(read Part 5 here)
World Uranium Reserves
...we continually hear about how the “proven reserves” of uranium will only last ~50 years at current consumption levels.
Lately, the price of uranium ore has increased substantially... This is occurring due to the anticipation of the end of the weapons uranium stockpile, along with improved prospects for increased nuclear power generation. As a result of this price increase, several things are happening. There are now numerous reports of old, lower-grade ore sites going into development, as they will now be profitable. Also, many properties with uranium potential are now being explored, and many are being found to contain economically recoverable uranium. Reserves are increasing as we speak.
The “proven reserve” estimates are flawed for two primary reasons. First of all they do not consider the fact that very little effort, or money, has been put towards uranium exploration thus far. Second, they do not adequately account for the tiny effect that uranium ore price has on final nuclear power price, and the maximum allowable prices that they use to determine “economically recoverable” reserves are far too low.

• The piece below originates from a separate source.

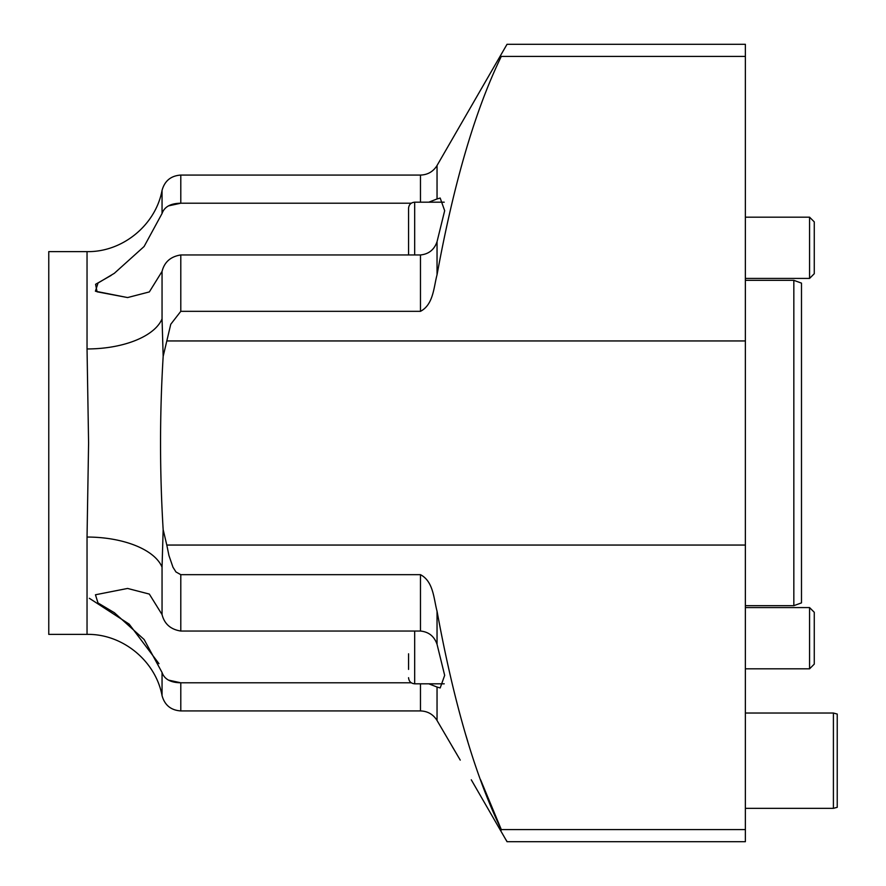 <?xml version="1.0" encoding="UTF-8"?>
<svg xmlns="http://www.w3.org/2000/svg" width="886" height="886" viewBox="0 0 886 886"><rect width="100%" height="100%" fill="white"/><g stroke="black" fill="none" stroke-linecap="round" stroke-linejoin="round"><path stroke-width="1.33" d="M180.799 254.958L180.799 311.329L170.754 324.276L163.168 356.349L162.049 318.849L162.049 271.426C164.397 262.046 170.644 256.552 180.799 254.958L420.473 254.958C428.735 254.138 434.262 249.719 437.042 241.701L444.672 210.691L440.187 198.043L437.042 198.962L437.042 165.505L507.025 44.3L745.37 44.3L745.37 841.7L507.025 841.7L506.327 840.216M465.815 735.048L467.786 741.549M480.611 779.824L501.465 829.949M162.049 318.849A76.55 37.622 0 0 1 87.038 348.951L88.589 443.033L87.038 537.049A76.55 37.622 180 0 1 162.049 567.151L163.157 529.651C159.668 471.884 159.668 414.116 163.168 356.349M428.813 683.815L437.042 687.038L437.042 720.495L460.244 760.11M456.655 753.953L452.292 746.643M745.37 56.416L501.299 56.416C508.885 40.379 508.885 40.379 501.299 56.416C508.885 40.379 508.885 40.379 501.299 56.416C475.35 109.698 453.931 182.494 437.042 274.804C433.741 286.953 433.509 304.574 420.473 311.329L420.473 254.958M745.37 829.584L501.299 829.584C508.885 845.621 508.885 845.621 501.299 829.584C475.45 776.612 454.031 703.816 437.042 611.196L437.042 644.299C434.273 636.292 428.746 631.873 420.473 631.042L180.799 631.042C170.655 629.448 164.408 623.954 162.049 614.574L162.049 567.151M180.799 311.329L420.473 311.329M166.801 340.944L745.37 340.944M745.37 545.056L166.801 545.056L168.927 555.444L172.969 567.228L175.971 571.968L180.799 574.671L180.799 631.042M420.473 631.042L420.473 574.671L180.799 574.671M420.473 574.671C433.575 581.526 433.741 599.047 437.042 611.196M411.281 203.215L180.799 203.215C170.655 203.348 164.408 206.781 162.049 213.504L162.049 190.379C155.615 225.166 122.412 252.277 87.038 251.624L87.038 348.951M168.451 680.094L180.799 682.785L180.799 710.926C170.932 710.251 164.674 705.145 162.049 695.621L162.049 672.496C164.397 679.219 170.644 682.652 180.799 682.785L411.281 682.785M87.038 251.624L48.763 251.624L48.763 634.376L87.038 634.376L87.038 537.049M162.049 271.426L149.335 291.926L127.595 297.563L95.422 291.217L98.025 283.033L114.316 273.32L144.097 246.507L162.049 213.504M111.226 275.369L95.577 284.295L97.061 291.804L127.595 297.552M89.364 598.305L129.168 624.121L158.971 663.68M162.049 672.496L144.119 639.504L114.394 612.724L98.003 602.956L95.455 594.772L127.595 588.448L149.324 594.074L162.049 614.574M437.042 687.038L440.187 687.957L444.672 675.365L437.042 644.299M437.042 198.962L428.791 202.185M168.484 205.884L180.799 203.215L180.799 175.074L420.473 175.074L420.473 202.185M428.813 202.185L430.74 201.631M163.168 529.651L166.801 545.056M408.557 653.813L408.557 669.406M408.557 254.958L408.557 208.31C408.911 204.588 410.96 202.54 414.681 202.185L414.681 254.958M801.487 443L801.487 602.879L793.834 605.67L793.834 280.33L801.487 283.121L801.487 443M814.267 247.792L814.267 273.719L809.571 278.414L809.571 217.181L814.267 221.877L814.267 247.792M814.267 638.208L814.267 664.123L809.571 668.819L809.571 607.586L814.267 612.281L814.267 638.208M833.405 713.031L837.237 714.061L837.237 807.312L833.405 808.342L833.405 713.031L745.37 713.031M180.799 710.926L420.473 710.926L420.473 683.815M437.042 241.701L437.042 274.804M414.681 631.042L414.681 683.815C410.96 683.46 408.911 681.412 408.557 677.69M162.049 695.621C155.615 660.834 122.412 633.723 87.038 634.376M180.799 175.074C170.932 175.749 164.674 180.855 162.049 190.379M471.274 779.791L507.025 841.7M437.042 720.495C433.221 714.36 427.694 711.17 420.473 710.926M437.042 165.505C433.221 171.64 427.694 174.83 420.473 175.074M444.229 683.815L414.681 683.815M444.229 202.185L414.681 202.185M745.37 605.67L793.834 605.67M745.37 280.33L793.834 280.33M745.37 278.414L809.571 278.414M745.37 217.181L809.571 217.181M745.37 668.819L809.571 668.819M745.37 607.586L809.571 607.586M833.405 808.342L745.37 808.342"/></g></svg>

Current estimates of “economically recoverable” reserves apply an upper price/cost limit of $135/kg for uranium ore. This price cutoff does not sufficiently appreciate the lack of effect that ore cost has on power cost. It corresponds to a power price increase of only ~0.25 cents/kW-hr, versus today’s [Oct 2004] $40/kg ore price. Uranium sources that cost up to $500, and perhaps even ~$1000/kg (which would increase nuclear power’s cost by 1-2 cents/kW-hr) can still be economic, especially in a CO2-emission-constrained world, and/or a world where gas and oil have started to run out. Even at $1000/kg, advanced nuclear plants should be able to produce power at ~6 cents/kW-hr or less. The cost of power from post-production-peak gas or oil plants, or from coal plants with full CO2 sequestration, is likely to be higher than this. Finally, it should be noted that (as discussed later), at a uranium price of $500-1000/kg, breeder reactors become economical, and the uranium supply effectively becomes infinite.
Using the Deffeyes & MacGregor data you can estimate the total reserves of uranium that can be extracted, as a function of the maximum allowable ore cost. As the allowable cost goes up, the potential supply exponentiates. Extrapolations using this data shows that at a (still economical) price of a few hundred dollars per kg of uranium, there is enough recoverable uranium to provide all of our nuclear power needs for several hundred (perhaps 1000) years, even at a greatly increased rate of usage.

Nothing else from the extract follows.